# Making new jet boat dashboard instrument cluster panel.



## mikes402jetboat (Dec 16, 2010)

I am in the process of making a new instrument cluster panel for my jet boat, the gauge size will be 3 3/8" inch for the tachometer, and 2 1/16" for the other remaing gauges there a total of 5 holes to be cut in 2 1/6" size. I am going to use King Starboard material in 1/4" thickness to fabricate the new panel. I was planning to use my brand new Sears router to make the holes. I will be making a panel that is 14.75" wide, and 4.75" high. I have never used a router before, and the material I ordered for this project was ordered in a size so I could make 3 of these...or in other words...I have room for mistakes on my first two tries...hopefully I will not make any mistakes, but you never know.

The material is supported to be easy to work with using wood working tools, but my experience is more suited toward metal work. I chose to use the King Starboard material instead of aluminum because of supposed easy with wood working tools.

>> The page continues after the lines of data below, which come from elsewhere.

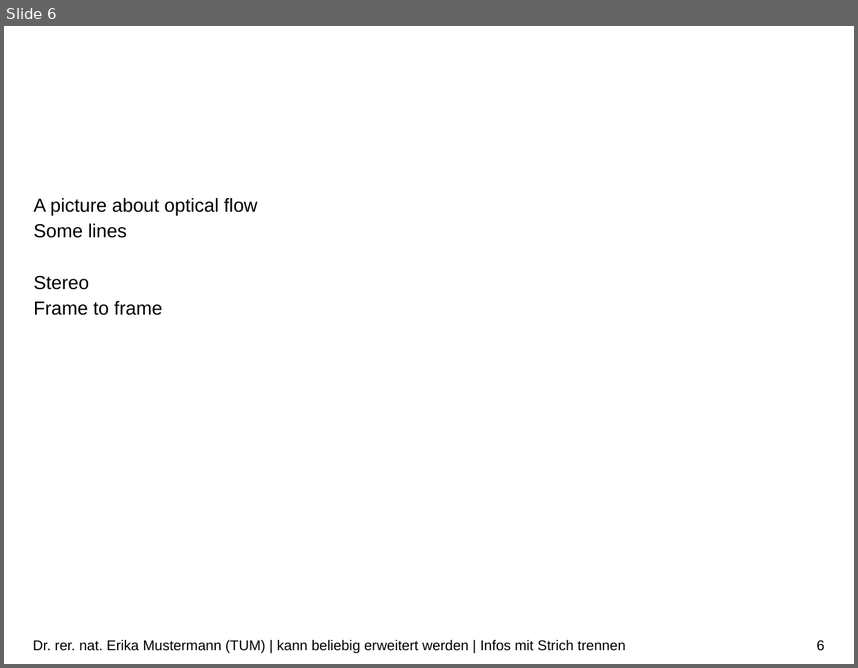
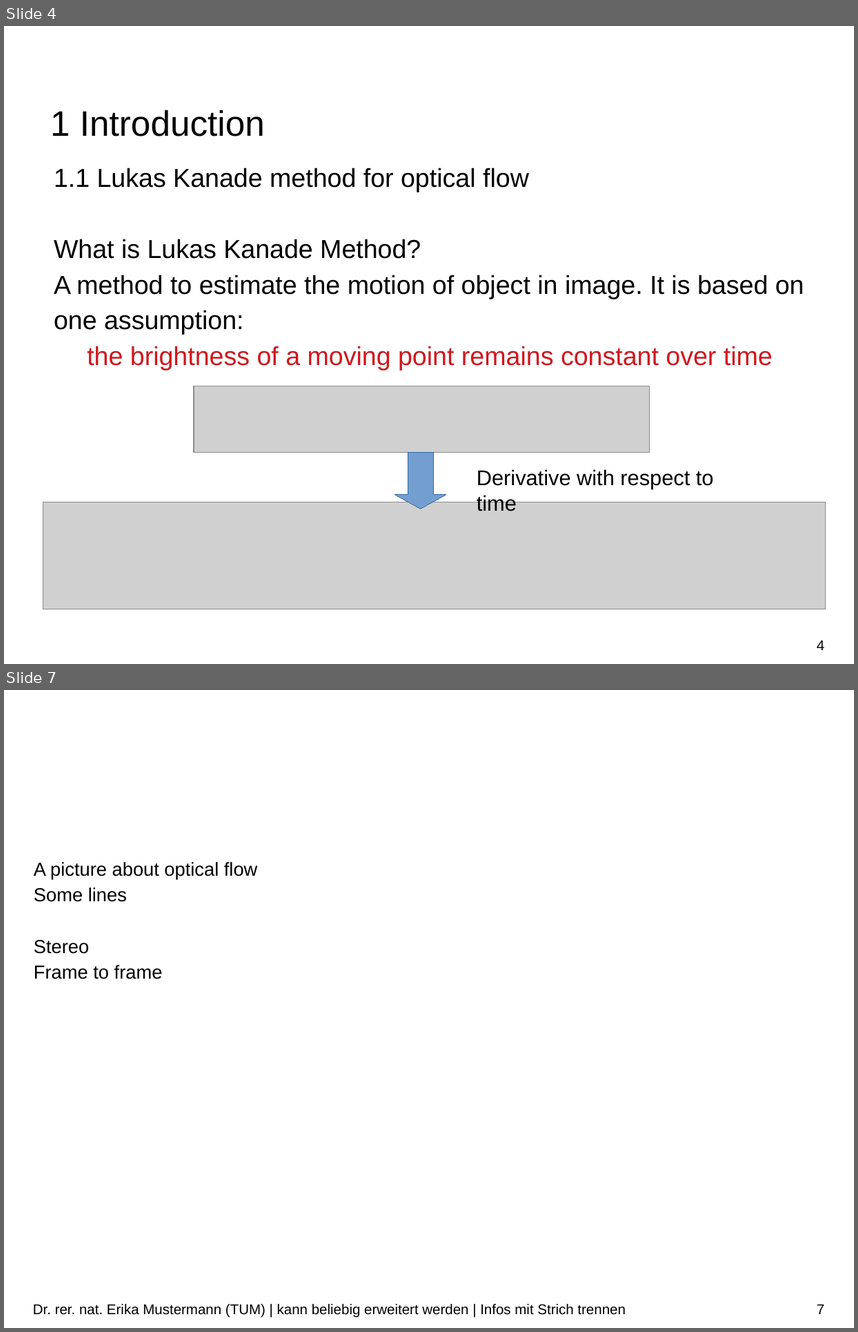
Before and after one commit to Tom-Huang/visual_navigation, a slide deck: Indirect Visual Odometry with Optical Flow.pptx. Shown one above the other, each under a label of ours: slide 6 before the commit, slides 4 and 7 after it; the slides between them are not shown. The pictures are 858x668 and 858x1332 pixels, drawn with LibreOffice and Linux fonts; fonts in the diff are those of the drawing; grey boxes stand for pictures; background and template pictures are left out. Boxes give left, top, right and bottom in pixels: in the first picture for what was removed or moved away, otherwise in the second. Text is boxed around its words. In the diff, an @@ line names an element or a change of style, - is before the commit and + after.

```diff
--- a/Indirect Visual Odometry with Optical Flow.pptx
+++ b/Indirect Visual Odometry with Optical Flow.pptx
@@ slide 4 added at [4, 26, 854, 664], background #FFFFFF @@
@@ text added at [50, 109, 265, 136], 30 pt, text #000000 @@
+1 Introduction
@@ text added at [54, 167, 804, 370], 22 pt, text #000000 @@
+1.1 Lukas Kanade method for optical flow
+What is Lukas Kanade Method?
+A method to estimate the motion of object in image. It is based on one assumption:
+the brightness of a moving point remains constant over time
@@ picture added at [194, 385, 649, 452] @@
@@ freeform shape added at [395, 452, 446, 508], fill #729FCF, outline #3465A4 0.75 pt @@
@@ text added at [477, 469, 714, 511], 18 pt, text #000000 @@
+Derivative with respect to time
@@ picture added at [43, 502, 825, 609] @@
@@ page number added at [817, 640, 824, 650], 12 pt, text #000000 @@
+4
@@ what was slide 6 is now slide 7 @@
@@ page number at [817, 1304, 824, 1314]: text changed @@
-6
+7
```
Also in this commit, not shown: 20 slides changed, 1 other slide added, 1 slide removed, 2 other files.

Any good advice for me about using a router to make the small holes, and cutting out the panel to 4.75" x 14.75" would be much appreciated.

Thank you,

Mike Steinert - mikes402jetboat


----------



## xplorx4 (Dec 1, 2008)

Greetings Mike and welcome to the router forum. Thank you for joining us, and remember to have fun, build well and above all be safe.


----------



## Dan Phalen (Dec 14, 2010)

mikes402jetboat said:


> I am in the process of making a new instrument cluster panel for my jet boat, the gauge size will be 3 3/8" inch for the tachometer, and 2 1/16" for the other remaing gauges there a total of 5 holes to be cut in 2 1/6" size. I am going to use King Starboard material in 1/4" thickness to fabricate the new panel. I was planning to use my brand new Sears router to make the holes. I will be making a panel that is 14.75" wide, and 4.75" high. I have never used a router before, and the material I ordered for this project was ordered in a size so I could make 3 of these...or in other words...I have room for mistakes on my first two tries...hopefully I will not make any mistakes, but you never know.
> 
> The material is supported to be easy to work with using wood working tools, but my experience is more suited toward metal work. I chose to use the King Starboard material instead of aluminum because of supposed easy with wood working tools.
> 
> ...


Mike, I'd suggest you first make a pattern from 1/4" ply or hardboard, then cut the panel shape from it using a jig saw or band saw. Trim the pattern to perfection, then cut your workpiece using the same saw but 1/8" to 1/16" wide all around. Then stick the pattern to the workpiece using double-stick tape. Use a straight router bit with a roller bearing and make sure the roller beariing fits the pattern's edge. 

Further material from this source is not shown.